**PROBLEM TO SOLVE**
Only lines holding the word "below" are needed; copy each of them from the material.

**INPUT**

*** Block opens ***

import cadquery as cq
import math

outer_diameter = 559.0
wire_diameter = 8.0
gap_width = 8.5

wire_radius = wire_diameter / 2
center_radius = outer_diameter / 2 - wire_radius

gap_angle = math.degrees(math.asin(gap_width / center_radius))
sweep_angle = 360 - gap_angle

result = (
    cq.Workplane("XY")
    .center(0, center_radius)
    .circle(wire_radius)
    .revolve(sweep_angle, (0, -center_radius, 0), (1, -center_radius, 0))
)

*** Block closes ***
*** Block opens ***

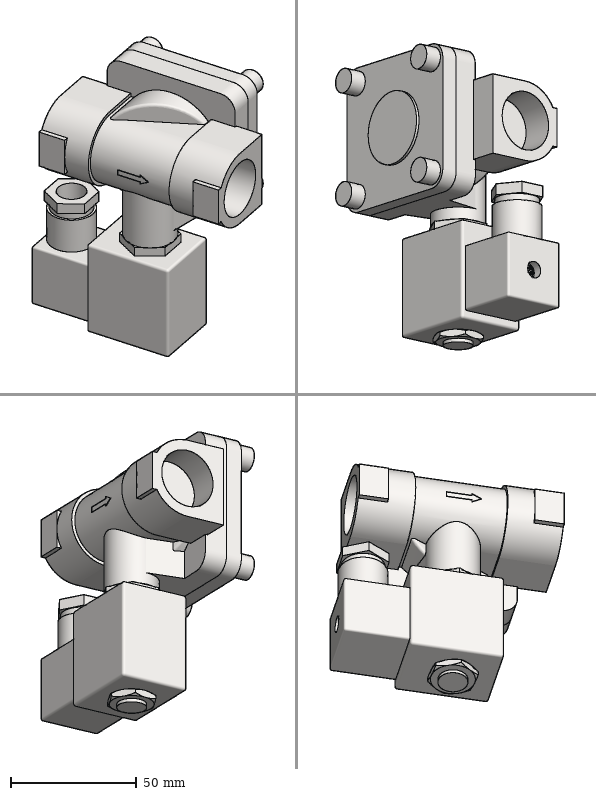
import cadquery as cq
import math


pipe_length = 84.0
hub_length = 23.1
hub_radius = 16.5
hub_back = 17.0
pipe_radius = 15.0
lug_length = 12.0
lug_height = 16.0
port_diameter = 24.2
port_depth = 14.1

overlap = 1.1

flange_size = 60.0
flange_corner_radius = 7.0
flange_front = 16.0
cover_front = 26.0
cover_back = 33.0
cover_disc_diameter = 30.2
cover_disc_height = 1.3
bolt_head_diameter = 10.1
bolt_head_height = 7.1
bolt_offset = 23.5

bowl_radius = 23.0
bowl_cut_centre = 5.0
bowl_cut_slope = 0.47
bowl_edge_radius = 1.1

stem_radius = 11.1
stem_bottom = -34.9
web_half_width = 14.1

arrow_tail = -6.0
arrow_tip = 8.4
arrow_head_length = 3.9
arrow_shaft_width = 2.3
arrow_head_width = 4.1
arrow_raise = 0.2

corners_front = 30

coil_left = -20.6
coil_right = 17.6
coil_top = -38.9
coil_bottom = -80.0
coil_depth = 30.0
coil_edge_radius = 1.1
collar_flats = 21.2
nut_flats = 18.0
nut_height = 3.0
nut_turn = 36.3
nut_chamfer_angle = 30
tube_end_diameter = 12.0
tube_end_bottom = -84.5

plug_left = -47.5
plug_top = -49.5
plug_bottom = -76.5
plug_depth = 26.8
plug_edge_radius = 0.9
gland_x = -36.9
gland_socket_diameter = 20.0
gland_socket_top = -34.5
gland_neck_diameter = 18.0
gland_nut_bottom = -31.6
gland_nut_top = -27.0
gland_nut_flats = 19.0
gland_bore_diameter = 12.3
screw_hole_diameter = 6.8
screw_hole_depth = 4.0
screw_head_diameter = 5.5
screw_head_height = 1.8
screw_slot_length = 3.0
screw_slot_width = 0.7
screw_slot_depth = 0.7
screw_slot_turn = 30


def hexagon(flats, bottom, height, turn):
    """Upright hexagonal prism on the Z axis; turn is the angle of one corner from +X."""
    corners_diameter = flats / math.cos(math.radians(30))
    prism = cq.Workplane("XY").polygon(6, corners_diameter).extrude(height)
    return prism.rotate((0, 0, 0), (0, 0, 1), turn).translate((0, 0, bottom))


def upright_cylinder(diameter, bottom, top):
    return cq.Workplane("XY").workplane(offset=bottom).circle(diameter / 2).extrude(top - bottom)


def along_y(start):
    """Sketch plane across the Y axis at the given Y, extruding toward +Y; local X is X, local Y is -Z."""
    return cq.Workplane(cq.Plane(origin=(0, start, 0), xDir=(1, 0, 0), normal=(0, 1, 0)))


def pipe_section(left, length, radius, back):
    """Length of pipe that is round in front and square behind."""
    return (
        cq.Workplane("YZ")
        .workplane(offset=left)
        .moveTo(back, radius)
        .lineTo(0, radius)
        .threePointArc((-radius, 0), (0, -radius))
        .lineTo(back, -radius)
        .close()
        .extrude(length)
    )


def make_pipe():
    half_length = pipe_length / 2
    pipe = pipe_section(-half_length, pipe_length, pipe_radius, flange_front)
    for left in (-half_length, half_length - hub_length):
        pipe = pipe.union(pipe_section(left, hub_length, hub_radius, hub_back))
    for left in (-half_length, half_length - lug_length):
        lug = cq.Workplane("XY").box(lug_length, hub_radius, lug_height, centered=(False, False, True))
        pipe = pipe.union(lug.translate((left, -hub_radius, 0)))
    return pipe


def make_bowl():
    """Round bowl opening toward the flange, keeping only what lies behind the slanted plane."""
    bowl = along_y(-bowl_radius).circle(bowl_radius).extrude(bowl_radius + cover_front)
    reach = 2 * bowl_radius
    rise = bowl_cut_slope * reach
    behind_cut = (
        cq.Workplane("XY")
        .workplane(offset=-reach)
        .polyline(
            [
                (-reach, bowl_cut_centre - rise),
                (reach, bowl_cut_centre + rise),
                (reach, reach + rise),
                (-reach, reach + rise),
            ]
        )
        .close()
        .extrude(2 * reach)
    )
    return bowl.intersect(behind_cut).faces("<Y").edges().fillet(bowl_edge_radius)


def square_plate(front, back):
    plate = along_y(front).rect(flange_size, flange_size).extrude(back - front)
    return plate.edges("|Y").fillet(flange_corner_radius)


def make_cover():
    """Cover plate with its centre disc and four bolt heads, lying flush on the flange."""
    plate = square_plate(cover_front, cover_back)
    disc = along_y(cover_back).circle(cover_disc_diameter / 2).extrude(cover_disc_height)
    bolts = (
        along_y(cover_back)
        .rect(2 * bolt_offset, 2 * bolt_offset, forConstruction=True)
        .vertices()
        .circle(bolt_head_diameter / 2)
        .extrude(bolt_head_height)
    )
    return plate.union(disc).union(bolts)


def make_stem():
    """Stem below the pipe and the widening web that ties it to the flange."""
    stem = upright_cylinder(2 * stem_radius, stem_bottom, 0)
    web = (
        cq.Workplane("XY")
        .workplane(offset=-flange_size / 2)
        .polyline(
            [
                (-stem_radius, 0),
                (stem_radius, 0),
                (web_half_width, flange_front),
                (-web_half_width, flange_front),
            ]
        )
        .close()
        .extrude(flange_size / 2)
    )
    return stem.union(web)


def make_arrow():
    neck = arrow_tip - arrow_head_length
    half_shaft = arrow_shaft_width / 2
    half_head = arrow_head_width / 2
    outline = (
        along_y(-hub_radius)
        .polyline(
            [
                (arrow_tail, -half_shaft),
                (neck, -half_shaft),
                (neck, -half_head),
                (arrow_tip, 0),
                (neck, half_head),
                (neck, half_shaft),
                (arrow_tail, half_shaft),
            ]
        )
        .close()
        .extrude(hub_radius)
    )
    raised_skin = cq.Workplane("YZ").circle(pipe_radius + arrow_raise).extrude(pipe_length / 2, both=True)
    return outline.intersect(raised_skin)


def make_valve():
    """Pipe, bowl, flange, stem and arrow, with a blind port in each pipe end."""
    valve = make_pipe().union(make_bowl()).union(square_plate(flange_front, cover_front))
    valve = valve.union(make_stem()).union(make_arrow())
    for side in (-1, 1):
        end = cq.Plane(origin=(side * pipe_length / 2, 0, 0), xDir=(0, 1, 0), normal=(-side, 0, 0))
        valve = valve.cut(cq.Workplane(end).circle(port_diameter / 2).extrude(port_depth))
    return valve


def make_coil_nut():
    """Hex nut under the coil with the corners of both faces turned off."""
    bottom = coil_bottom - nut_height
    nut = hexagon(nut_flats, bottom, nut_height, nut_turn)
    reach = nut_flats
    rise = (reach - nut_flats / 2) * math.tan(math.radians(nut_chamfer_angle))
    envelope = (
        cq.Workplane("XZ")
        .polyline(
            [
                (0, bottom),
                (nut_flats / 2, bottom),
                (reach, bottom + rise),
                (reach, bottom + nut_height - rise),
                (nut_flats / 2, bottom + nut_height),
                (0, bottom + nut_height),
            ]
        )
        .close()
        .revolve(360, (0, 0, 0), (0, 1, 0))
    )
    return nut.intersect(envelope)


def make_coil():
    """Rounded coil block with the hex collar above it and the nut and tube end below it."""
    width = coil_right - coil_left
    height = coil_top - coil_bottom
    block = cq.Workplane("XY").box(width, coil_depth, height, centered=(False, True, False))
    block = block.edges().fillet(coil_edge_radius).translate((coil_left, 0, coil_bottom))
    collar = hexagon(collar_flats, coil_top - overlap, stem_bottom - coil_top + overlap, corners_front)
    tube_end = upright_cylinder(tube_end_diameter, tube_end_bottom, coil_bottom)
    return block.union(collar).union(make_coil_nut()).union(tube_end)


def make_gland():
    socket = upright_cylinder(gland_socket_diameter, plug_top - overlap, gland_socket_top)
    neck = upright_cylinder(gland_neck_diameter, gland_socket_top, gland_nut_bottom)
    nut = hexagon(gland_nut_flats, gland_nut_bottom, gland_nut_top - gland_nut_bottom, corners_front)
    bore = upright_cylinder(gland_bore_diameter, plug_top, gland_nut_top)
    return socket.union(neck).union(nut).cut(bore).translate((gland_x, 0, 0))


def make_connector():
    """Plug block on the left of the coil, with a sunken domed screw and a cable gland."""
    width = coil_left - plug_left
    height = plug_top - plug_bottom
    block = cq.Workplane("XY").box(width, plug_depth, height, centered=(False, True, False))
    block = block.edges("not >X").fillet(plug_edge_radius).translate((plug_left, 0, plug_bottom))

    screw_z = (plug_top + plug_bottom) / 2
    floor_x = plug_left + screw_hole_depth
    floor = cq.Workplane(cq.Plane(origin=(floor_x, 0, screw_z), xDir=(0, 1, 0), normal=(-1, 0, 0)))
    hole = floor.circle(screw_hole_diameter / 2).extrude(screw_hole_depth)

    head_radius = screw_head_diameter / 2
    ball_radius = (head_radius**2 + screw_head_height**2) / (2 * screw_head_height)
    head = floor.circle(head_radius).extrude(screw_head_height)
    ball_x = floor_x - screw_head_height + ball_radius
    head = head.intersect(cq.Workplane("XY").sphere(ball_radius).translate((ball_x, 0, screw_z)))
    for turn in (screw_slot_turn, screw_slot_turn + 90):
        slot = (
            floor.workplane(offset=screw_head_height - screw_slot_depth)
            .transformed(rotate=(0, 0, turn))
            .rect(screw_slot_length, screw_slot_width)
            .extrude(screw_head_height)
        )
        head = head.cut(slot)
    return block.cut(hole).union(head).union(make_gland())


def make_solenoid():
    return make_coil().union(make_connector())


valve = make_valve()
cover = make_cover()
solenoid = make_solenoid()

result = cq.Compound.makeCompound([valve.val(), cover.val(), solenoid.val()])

*** Block closes ***

**RESPONSE TO THIS TASK**
    """Stem below the pipe and the widening web that ties it to the flange."""
    """Rounded coil block with the hex collar above it and the nut and tube end below it."""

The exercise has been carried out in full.